CREATE KEYSPACE IF NOT EXISTS task_manager
WITH replication = {'class': 'SimpleStrategy', 'replication_factor': 1}
""")
self.session.set_keyspace('task_manager')
# Create tasks table
self.session.execute("""
CREATE TABLE IF NOT EXISTS tasks (
task_id uuid,
title text,
description text,
status text,
due_date timestamp,
created_at timestamp,
updated_at timestamp,
PRIMARY KEY (task_id)
)
""")
return self.session
async def disconnect(self):
if self.cluster:
self.cluster.shutdown()
db = CassandraConnection()
@asynccontextmanager
async def get_db():
try:
session = await db.connect()
yield session
finally:
await db.disconnect()
Models
Define our data models in models.py
:
from datetime import datetime
from uuid import UUID, uuid4
from pydantic import BaseModel, Field
from typing import Optional
class TaskBase(BaseModel):
title: str
description: Optional[str] = None
status: str = "pending"
due_date: Optional[datetime] = None
class TaskCreate(TaskBase):
pass
class Task(TaskBase):
task_id: UUID = Field(default_factory=uuid4)
created_at: datetime = Field(default_factory=datetime.now)
updated_at: datetime = Field(default_factory=datetime.now)
class Config:
from_attributes = True
API Routes
Create our task routes in routes/tasks.py
:
from fastapi import APIRouter, Depends, HTTPException
from cassandra.cluster import Session
from datetime import datetime
import uuid
from typing import List
from ..models import Task, TaskCreate
from ..database import get_db
router = APIRouter()
@router.post("/tasks/", response_model=Task)
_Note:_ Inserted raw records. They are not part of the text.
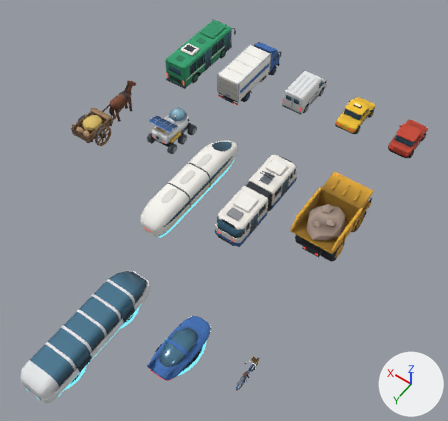
Two versions of the Blender file assets/blender/kit/vehicles_road.blend, one commit apart.
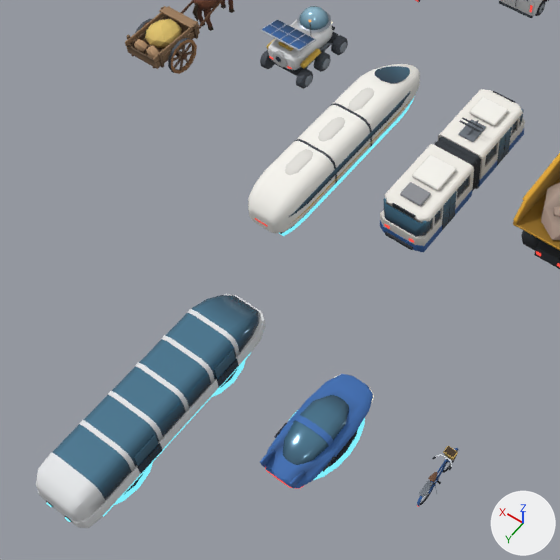
Each version appears first whole from a camera (50 mm lens) standing at (-3.44, 18.12, 16.83) and looking at (4.04, 7.65, 0.38), and next in a close-up on the part from 0% to 71% of the width and 25% to 100% of the height. The axes (+X, +Y, +Z) are drawn at lower right. The lights are the same throughout. The older version's two pictures come first.

In view in the first close-up: 'cart', 'haul-truck', 'hover-bus', 'hover-car', 'maglev', 'rover', 'tram' and 2 more.
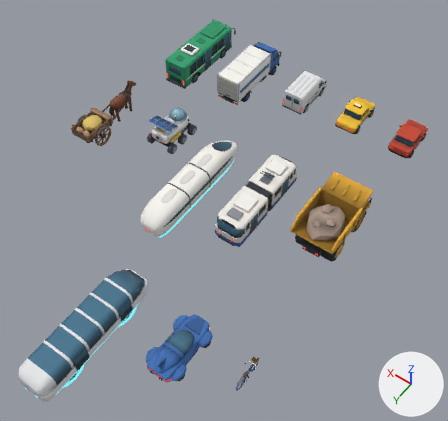
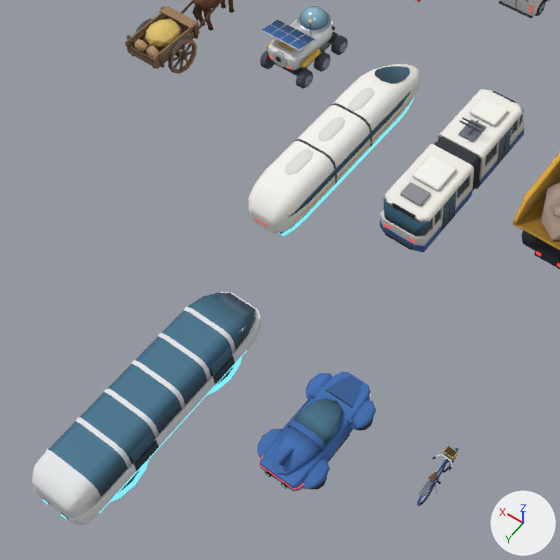
What differs and where, as boxes [x1, y1, x2, y2] in the close-ups (560 x 560 px):
'hover-bus', moved: before [36, 294, 265, 528]; after [32, 292, 262, 525]
'hover-car', reshaped, moved: before [260, 374, 374, 489]; after [257, 372, 376, 491]
part 1 of me_hover_car, deleted (blue): before [260, 374, 374, 489]
part 2 of me_hover_car, reshaped: before [324, 465, 338, 476]; after [257, 372, 376, 491]

What the commit changed:
me_hover_car is used by ob_hover_car; location (2.14, 12.4, 0.0).
me_hover_car had 2964 vertices, 988 faces and spanned x -0.6..0.6, y -1.06..1.12, z 0.18..0.81.
me_hover_car now has 4140 vertices, 1380 faces and spans x -0.64..0.64, y -1.07..1.1, z 0.18..0.83.
me_hover_car part 1: 965 loose pieces with 2895 vertices, spanning x -0.6..0.6, y -1.06..1.12, z 0.18..0.81, are deleted.
me_hover_car part 2: 63 vertices removed from x -0.57..0.49, y -0.56..0.84, z 0.18..0.25; 4134 vertices added at x -0.64..0.64, y -1.07..1.1, z 0.18..0.83.
Other edits to the shape of me_hover_car do not show in these pictures.
Object 'hover-car' (ob_hover_car) moves from (2.14, 12.4, 0.0) to (2.18, 12.41, 0.0).
Object 'hover-bus' (ob_hover_bus) moves from (4.53, 13.74, 0.0) to (4.61, 13.74, 0.0).

async def create_task(task: TaskCreate, db: Session = Depends(get_db)):
task_id = uuid.uuid4()
now = datetime.now()
query = """
INSERT INTO tasks (task_id, title, description, status, due_date, created_at, updated_at)
VALUES (%s, %s, %s, %s, %s, %s, %s)
"""
db.execute(query, (
task_id,
task.title,
task.description,
task.status,
task.due_date,
now,
now
))
return Task(
task_id=task_id,
title=task.title,
description=task.description,
status=task.status,
due_date=task.due_date,
created_at=now,
updated_at=now
)
@router.get("/tasks/{task_id}", response_model=Task)
async def read_task(task_id: uuid.UUID, db: Session = Depends(get_db)):
query = "SELECT * FROM tasks WHERE task_id = %s"
result = db.execute(query, [task_id]).one()
if not result:
raise HTTPException(status_code=404, detail="Task not found")
return Task(**result)
@router.get("/tasks/", response_model=List[Task])
async def list_tasks(db: Session = Depends(get_db)):
query = "SELECT * FROM tasks"
results = db.execute(query)
return [Task(**row) for row in results]
@router.put("/tasks/{task_id}", response_model=Task)
async def update_task(task_id: uuid.UUID, task: TaskCreate, db: Session = Depends(get_db)):
# Check if task exists
exists_query = "SELECT * FROM tasks WHERE task_id = %s"
existing_task = db.execute(exists_query, [task_id]).one()
if not existing_task:
raise HTTPException(status_code=404, detail="Task not found")
update_query = """
UPDATE tasks
SET title = %s, description = %s, status = %s, due_date = %s, updated_at = %s
WHERE task_id = %s
"""
now = datetime.now()
db.execute(update_query, (
task.title,
task.description,
task.status,
task.due_date,
now,
task_id
))
return Task(
task_id=task_id,
title=task.title,
description=task.description,
status=task.status,
due_date=task.due_date,
created_at=existing_task.created_at,
updated_at=now
)
@router.delete("/tasks/{task_id}")
async def delete_task(task_id: uuid.UUID, db: Session = Depends(get_db)):
# Check if task exists
exists_query = "SELECT * FROM tasks WHERE task_id = %s"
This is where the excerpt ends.